**TASK PROMPT**
Please write out all of the entries beneath this line exactly, skipping the pictures.

(Recorded data)
-*-

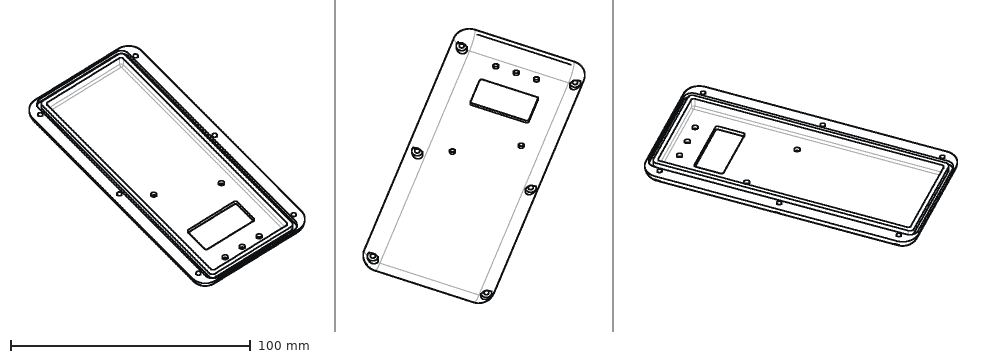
import cadquery as cq
import math

length = 122.0
width = 57.9
height = 7.0
rim_height = 0.5
plate_top = height - rim_height
edge_radius = height

trim_inset = edge_radius - math.sqrt(edge_radius**2 - rim_height**2)
block_length = length + 2 * trim_inset
block_width = width + 2 * trim_inset

groove_length = 120.3
groove_width = 47.5
groove_depth = 2.0
groove_corner = 3.7
groove_gap = 1.8
rim_wall = 1.8
rim_length = groove_length - 2 * groove_gap
rim_width = groove_width - 2 * groove_gap
rim_corner = groove_corner - groove_gap
pocket_length = rim_length - 2 * rim_wall
pocket_width = rim_width - 2 * rim_wall
pocket_corner = 1.1
floor_fillet = 1.0
floor_thickness = 2.0

window_length = 13.0
window_width = 26.1
window_corner = 1.0
window_x = 36.5

floor_hole_diameter = 2.5
button_x = 50.9
button_pitch = 9.0
button_points = [(button_x, row * button_pitch) for row in (-1, 0, 1)]
standoff_points = [(18.9, 14.0), (6.3, -12.0)]

screw_diameter = 2.1
screw_head_diameter = 4.6
screw_head_depth = 3.0
screw_x = 53.5
screw_y = 25.2
screw_points = [(column * screw_x, side * screw_y) for column in (-1, 0, 1) for side in (-1, 1)]


def rounded_block(size_x, size_y, corner, bottom, top):
    """Upright block centred on the Z axis with rounded vertical corners."""
    block = cq.Workplane("XY").workplane(offset=bottom).rect(size_x, size_y).extrude(top - bottom)
    return block.edges("|Z").fillet(corner)


def drills(points, diameter, depth):
    """Cylinders that rise from the underside at the given points."""
    return cq.Workplane("XY").pushPoints(points).circle(diameter / 2).extrude(depth)


def plate():
    """Flange plate whose underside and corners share one rounding radius."""
    block = cq.Workplane("XY").box(block_length, block_width, 2 * height, centered=(True, True, False))
    rounded = block.edges("|Z or <Z").fillet(edge_radius)
    keep = cq.Workplane("XY").box(block_length, block_width, plate_top, centered=(True, True, False))
    return rounded.intersect(keep)


def pocket():
    """Pocket cutter with a rounded bottom edge."""
    cutter = rounded_block(pocket_length, pocket_width, pocket_corner, floor_thickness, height)
    return cutter.faces("<Z").edges().fillet(floor_fillet)


groove_floor = plate_top - groove_depth
groove = rounded_block(groove_length, groove_width, groove_corner, groove_floor, height)
rim = rounded_block(rim_length, rim_width, rim_corner, groove_floor, height)
window = rounded_block(window_length, window_width, window_corner, 0, height).translate((window_x, 0, 0))

result = plate().cut(groove).union(rim).cut(pocket()).cut(window)
result = result.cut(drills(button_points + standoff_points, floor_hole_diameter, height))
result = result.cut(drills(screw_points, screw_diameter, height))
result = result.cut(drills(screw_points, screw_head_diameter, screw_head_depth))

-*-

**OUTPUT FOR THIS TASK**
import cadquery as cq
import math

length = 122.0
width = 57.9
height = 7.0
rim_height = 0.5
plate_top = height - rim_height
edge_radius = height

trim_inset = edge_radius - math.sqrt(edge_radius**2 - rim_height**2)
block_length = length + 2 * trim_inset
block_width = width + 2 * trim_inset

groove_length = 120.3
groove_width = 47.5
groove_depth = 2.0
groove_corner = 3.7
groove_gap = 1.8
rim_wall = 1.8
rim_length = groove_length - 2 * groove_gap
rim_width = groove_width - 2 * groove_gap
rim_corner = groove_corner - groove_gap
pocket_length = rim_length - 2 * rim_wall
pocket_width = rim_width - 2 * rim_wall
pocket_corner = 1.1
floor_fillet = 1.0
floor_thickness = 2.0

window_length = 13.0
window_width = 26.1
window_corner = 1.0
window_x = 36.5

floor_hole_diameter = 2.5
button_x = 50.9
button_pitch = 9.0
button_points = [(button_x, row * button_pitch) for row in (-1, 0, 1)]
standoff_points = [(18.9, 14.0), (6.3, -12.0)]

screw_diameter = 2.1
screw_head_diameter = 4.6
screw_head_depth = 3.0
screw_x = 53.5
screw_y = 25.2
screw_points = [(column * screw_x, side * screw_y) for column in (-1, 0, 1) for side in (-1, 1)]


def rounded_block(size_x, size_y, corner, bottom, top):
    """Upright block centred on the Z axis with rounded vertical corners."""
    block = cq.Workplane("XY").workplane(offset=bottom).rect(size_x, size_y).extrude(top - bottom)
    return block.edges("|Z").fillet(corner)


def drills(points, diameter, depth):
    """Cylinders that rise from the underside at the given points."""
    return cq.Workplane("XY").pushPoints(points).circle(diameter / 2).extrude(depth)


def plate():
    """Flange plate whose underside and corners share one rounding radius."""
    block = cq.Workplane("XY").box(block_length, block_width, 2 * height, centered=(True, True, False))
    rounded = block.edges("|Z or <Z").fillet(edge_radius)
    keep = cq.Workplane("XY").box(block_length, block_width, plate_top, centered=(True, True, False))
    return rounded.intersect(keep)


def pocket():
    """Pocket cutter with a rounded bottom edge."""
    cutter = rounded_block(pocket_length, pocket_width, pocket_corner, floor_thickness, height)
    return cutter.faces("<Z").edges().fillet(floor_fillet)


groove_floor = plate_top - groove_depth
groove = rounded_block(groove_length, groove_width, groove_corner, groove_floor, height)
rim = rounded_block(rim_length, rim_width, rim_corner, groove_floor, height)
window = rounded_block(window_length, window_width, window_corner, 0, height).translate((window_x, 0, 0))

result = plate().cut(groove).union(rim).cut(pocket()).cut(window)
result = result.cut(drills(button_points + standoff_points, floor_hole_diameter, height))
result = result.cut(drills(screw_points, screw_diameter, height))
result = result.cut(drills(screw_points, screw_head_diameter, screw_head_depth))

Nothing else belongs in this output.